Never talk about specific client relationships with a third party

in #design5 years ago

Creating a design is not like creating an algorithm for a software security company. But even though, you should keep your client relations a secret. If clients agree, you can share your work on your portfolio site or upload it to your social media, but besides that, sharing details of your client relations with a third party should be off the table.

Never talk about bad clients

We all have clients that pay late, reluctantly, or nothing at all. We all encounter clients that demand services that were never agreed upon before the payment. And we all run into clients that don’t respect our work or us. Sometimes we even get clients that talk disrespectful about us behind our backs themselves.

But whatever these “bad clients” do, we should never talk badly about them to others.

It is fair to warn your design colleagues about non-paying clients to protect them from exploitation, granted.
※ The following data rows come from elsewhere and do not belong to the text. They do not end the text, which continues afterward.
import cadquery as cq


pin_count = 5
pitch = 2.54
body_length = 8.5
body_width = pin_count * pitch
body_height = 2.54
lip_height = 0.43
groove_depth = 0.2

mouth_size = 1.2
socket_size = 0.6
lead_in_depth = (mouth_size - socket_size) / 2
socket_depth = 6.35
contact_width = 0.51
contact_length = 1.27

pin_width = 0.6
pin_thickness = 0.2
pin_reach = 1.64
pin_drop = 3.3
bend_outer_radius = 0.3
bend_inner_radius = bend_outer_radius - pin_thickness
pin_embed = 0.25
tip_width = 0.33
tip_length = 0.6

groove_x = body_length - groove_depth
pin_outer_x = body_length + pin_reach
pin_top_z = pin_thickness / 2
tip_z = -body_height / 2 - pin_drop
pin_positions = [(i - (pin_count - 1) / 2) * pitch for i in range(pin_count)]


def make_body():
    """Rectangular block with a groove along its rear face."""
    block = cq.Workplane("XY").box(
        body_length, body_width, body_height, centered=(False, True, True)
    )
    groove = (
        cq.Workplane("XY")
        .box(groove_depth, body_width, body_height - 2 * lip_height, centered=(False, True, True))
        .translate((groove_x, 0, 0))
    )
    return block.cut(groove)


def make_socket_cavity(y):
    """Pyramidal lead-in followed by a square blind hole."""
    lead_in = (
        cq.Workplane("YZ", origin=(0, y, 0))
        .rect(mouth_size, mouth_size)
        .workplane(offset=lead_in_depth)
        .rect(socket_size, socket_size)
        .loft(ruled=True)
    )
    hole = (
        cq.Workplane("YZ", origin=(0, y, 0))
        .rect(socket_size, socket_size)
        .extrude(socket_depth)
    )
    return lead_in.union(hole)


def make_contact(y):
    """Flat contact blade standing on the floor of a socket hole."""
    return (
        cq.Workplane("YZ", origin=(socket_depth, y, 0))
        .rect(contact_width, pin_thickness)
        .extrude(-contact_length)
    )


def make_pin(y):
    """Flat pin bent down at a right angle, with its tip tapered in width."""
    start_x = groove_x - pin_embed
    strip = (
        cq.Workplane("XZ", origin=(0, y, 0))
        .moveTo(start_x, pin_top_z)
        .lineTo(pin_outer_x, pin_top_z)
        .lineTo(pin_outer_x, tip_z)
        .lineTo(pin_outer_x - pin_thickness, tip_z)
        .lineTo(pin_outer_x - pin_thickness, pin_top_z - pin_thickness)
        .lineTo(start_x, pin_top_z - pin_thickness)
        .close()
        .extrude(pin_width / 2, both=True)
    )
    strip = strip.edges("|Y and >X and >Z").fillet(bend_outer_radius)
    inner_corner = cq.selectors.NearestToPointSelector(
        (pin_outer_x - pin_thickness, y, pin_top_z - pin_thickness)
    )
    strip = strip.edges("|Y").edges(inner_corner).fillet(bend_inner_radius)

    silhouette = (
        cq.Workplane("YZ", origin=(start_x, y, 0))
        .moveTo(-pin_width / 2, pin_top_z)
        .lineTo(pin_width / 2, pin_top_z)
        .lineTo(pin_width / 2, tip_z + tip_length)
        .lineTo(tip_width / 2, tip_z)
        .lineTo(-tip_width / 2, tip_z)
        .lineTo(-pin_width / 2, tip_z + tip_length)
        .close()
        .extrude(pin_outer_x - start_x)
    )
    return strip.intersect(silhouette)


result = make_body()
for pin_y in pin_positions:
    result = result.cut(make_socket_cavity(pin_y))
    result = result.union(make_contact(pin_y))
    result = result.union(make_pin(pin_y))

But you should not write a blogpost about Client X, who paid only half of what was agreed upon with a three-week delay.

A stay-silent-policy protects you from legal issues and it protects your own reputation.
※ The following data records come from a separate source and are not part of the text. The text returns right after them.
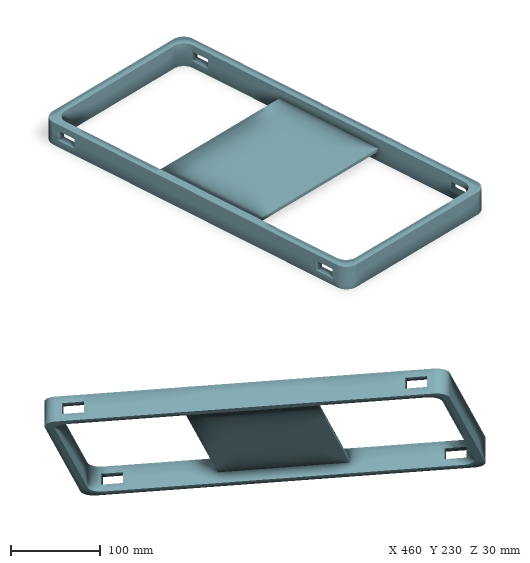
import cadquery as cq

length = 460.0
width = 230.0
height = 30.0
wall = 10.0
outer_radius = 15.0
inner_radius = 15.0

window_length = 25.0
window_height = 13.0
window_offset = 195.0

plate_length = 150.0
plate_thickness = 4.0


def make_plate():
    """Flat plate whose ends are flush with the outside of the long walls."""
    return cq.Workplane("XY").box(plate_length, width, plate_thickness)


def make_frame():
    """Ring with end windows and slots that fit the plate."""
    outside = cq.Workplane("XY").box(length, width, height).edges("|Z").fillet(outer_radius)
    opening = (
        cq.Workplane("XY")
        .box(length - 2 * wall, width - 2 * wall, height)
        .edges("|Z")
        .fillet(inner_radius)
    )
    windows = (
        cq.Workplane("XY")
        .pushPoints([(-window_offset, 0), (window_offset, 0)])
        .box(window_length, width, window_height)
    )
    slots = cq.Workplane("XY").box(plate_length, width, plate_thickness)
    return outside.cut(opening).cut(windows).cut(slots)


frame = make_frame()
plate = make_plate()

result = cq.Compound.makeCompound([frame.val(), plate.val()])

Just think about it: If you publicly complain about bad clients, future clients may see that. They will ask themselves how you will publicly frame them if they work with you. And they will ask themselves how it was even possible that the designer ran into a bad client.

Bad clients are cheap clients. Cheap clients look for cheap designers. And cheap designers are primarily cheap, because they’re bad designers.

Does a good client search for a bad designer? Surely not.

Never talk about good clients either

As stated before, you can share your latest projects in your portfolio or social media, if the client agrees. This is what I would refer to as “Talking about your latest work results”.

The moment you talk about money, contracts, agreements, client discussions, or anything but the result of your work, you are doing more harm to your business than it does good.

Even if your client relation worked out fine in every perceivable way, sharing details of that publicly can create legal problems and prevent future clients from working with you. And this is still true for clients who allow you to share everything you want to share about the work relationship.

You’ve finally gotten the big contract with the company you always wanted to work with? Great, but only share the result of your work and stay silent about the rest!